Pendant des années, ils avaient, avant tout grâce à l’Icesave, banque en ligne filiale de la Landsbanki, empoché de juteux intérêts et ne voulaient pas admettre qu’ils devaient supporter les conséquences de leurs spéculations. Ils avaient une telle influence en Grande-Bretagne et aux Pays-Bas que ces deux pays leur remboursèrent leurs mises et réclamèrent cet argent à l’Islande. Ils voulaient empêcher l’adhésion de l’Islande à l’UE si elle ne remboursait pas les 3,8 milliards des spéculateurs.
La Grande-Bretagne est même allée jusqu’à se servir de la loi antiterroriste pour menacer de bloquer les transactions financières internationales de l’Islande et de saisir les avoirs islandais. Le gouvernement et le Parlement islandais ont cédé, prêts à rembourser l’argent.
Cela signifie que chaque Islandais se serait endetté de 18 000 euros plus les intérêts courus. Ces 3,8 milliards d’euros correspondaient à environ 40% du PIB et dépassaient le budget total du pays. 90 000 Islandais adressèrent une pétition au gouvernement et réclamèrent, avec succès, un référendum sur la question. En mars 2010, 93% des citoyens refusèrent de cautionner les dettes occasionnées par les spéculations étrangères.
La Grande-Bretagne et les Pays-Bas lâchèrent alors un peu de lest, baissèrent le taux d’intérêt à 3,2% et prolongèrent les échéances jusqu’en 2046. Malgré le résultat du référendum, le gouvernement et le Parlement islandais cédèrent une nouvelle fois et acceptèrent cette offre, toujours dans l’intention d’adhérer à l’UE.

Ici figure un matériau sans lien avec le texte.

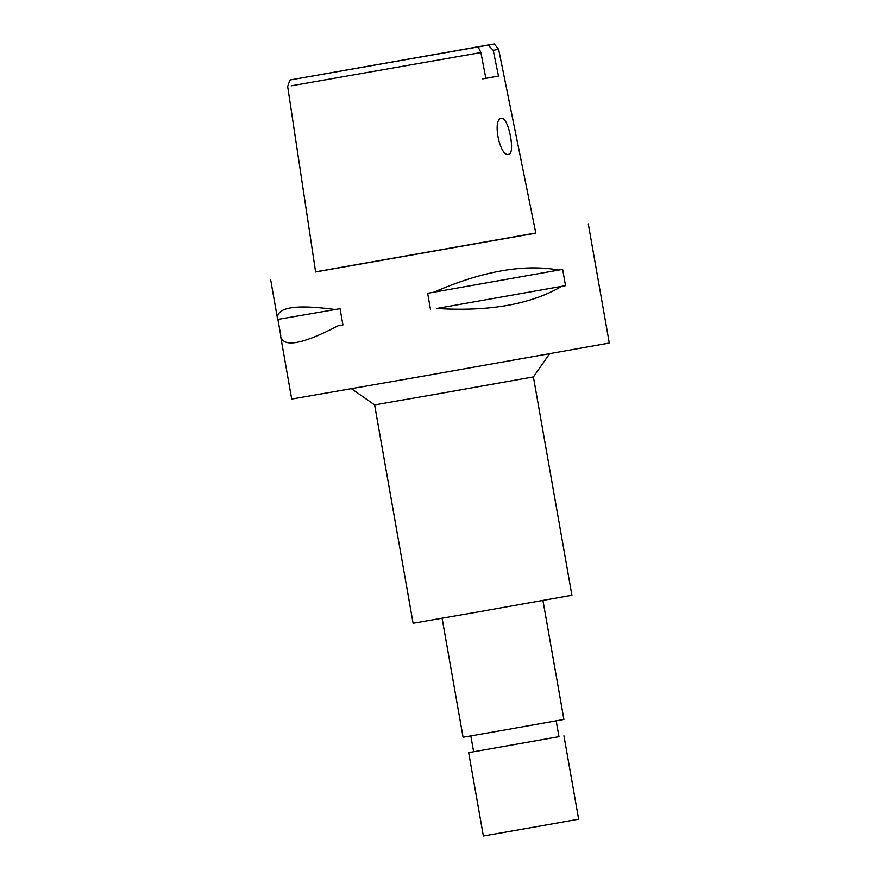 <?xml version="1.0" encoding="UTF-8"?>
<svg xmlns="http://www.w3.org/2000/svg" width="880" height="880" viewBox="0 0 880 880"><rect width="100%" height="100%" fill="white"/><g stroke="black" fill="none" stroke-linecap="round" stroke-linejoin="round"><path stroke-width="1.32" d="M488.213 45.155L293.183 79.442L487.025 45.221C496.309 43.615 496.705 43.582 488.213 45.155L494.307 44L498.63 49.291L493.207 50.325L488.213 45.155M315.623 271.997L287.672 86.504L289.927 80.047L293.183 79.442M329.934 72.985L466.224 48.994L329.934 72.985M482.691 78.903L498.509 76.076L493.207 50.325M478.159 46.97L480.898 52.547L485.848 78.375L498.509 76.076M480.898 52.547L291.137 85.855M501.303 118.393C492.118 118.921 499.785 157.08 508.519 154.374L508.519 154.374C515.933 154.209 508.299 115.984 501.303 118.393L501.303 118.393M319.363 271.293L535.821 233.167L498.63 49.291M535.788 233.002L315.59 271.843M280.676 336.501L291.698 399.058L422.565 376.255L609.301 343.046L598.268 280.5M595.133 262.68L598.257 280.39M335.225 309.529C294.767 304.062 275.594 307.373 277.684 319.451L340.054 308.682L342.925 324.962L338.096 325.798C301.928 344.652 282.755 347.963 280.555 335.72L280.654 336.391M338.096 325.798L342.925 324.962M277.915 319.407L280.786 335.676M277.552 318.791L277.684 319.451M430.518 309.573L427.647 293.293L562.65 269.379L565.521 285.659L561.682 286.341C530.959 304.359 489.302 311.74 436.678 308.484L565.521 285.659M558.811 270.061C523.809 263.769 482.141 271.15 433.807 292.204M549.571 353.804L533.401 376.904L440.099 393.492L374.605 404.899L351.505 388.729M374.605 404.899L413.105 623.249L478.533 611.853L571.901 595.254L533.401 376.904M442.101 618.244L463.078 737.242L504.636 730.004L563.915 719.455L542.938 600.468M558.976 736.67L468.666 752.631L558.976 736.703L556.182 720.874M468.666 752.631L483.362 836L522.621 829.158L578.644 819.203L563.937 735.834M436.678 308.484L561.682 286.341M588.302 223.949L595.144 262.79M270.699 279.95L277.53 318.692M470.833 735.922L473.627 751.751"/></g></svg>

Le peuple islandais était en ébullition, des personnalités en vue s’opposaient à cette solution malgré les menaces du gouvernement social-démocrate qui agitait la menace du chaos économique et social. L’écrivain Einar Már Gudmundsson, notamment, protesta contre la décision du gouvernement prétendument inévitable : « Nous ne pouvons pas nous permettre de jeter dans la gueule du capital international nos ressources telles que les pêcheries et l’énergie thermale.
Le 5 janvier 2010, de manière tout à fait inattendue, le Président Olafur Ragnar Grimmsson surprit le gouvernement en refusant de ratifier la nouvelle loi sur le remboursement des clients étrangers de la banque Icesave adoptée par le gouvernement et le Parlement.
Il exigea la tenue d’un nouveau référendum qui eut lieu en avril 2011. La perspective de devoir, sous le diktat de l’UE, vendre les pêcheries et les ressources énergétiques trouva, malgré les promesses et les menaces, peu d’écho dans la population et 60% des Islandais réitérèrent leur « non ».
La Grande-Bretagne et les Pays-Bas continuèrent de soutenir les spéculateurs et menacèrent alors de porter plainte contre l’Islande devant la Cour de justice de l’AELE. L’affaire est en cours. Jusqu’ici, aucun document n’a pu être produit qui prouverait que l’Etat a offert des garanties aux spéculateurs.
La situation économique de l’Islande s’améliore peu à peu, le chômage baisse, les pêcheries et le tourisme sont en plein boom. La chute du taux de croissance qui avait atteint, en 2010, son point le plus bas, -7%, a pu être freinée.
Le taux d’inflation, qui était monté à 19% en 2001, est redescendu à 1,9% en février dernier. La production industrielle également a augmenté de 19% en 2009 l’année dernière. Les économistes parlent déjà du « miracle de l’après-crise ». Une des raisons en est que l’Islande a sa propre monnaie.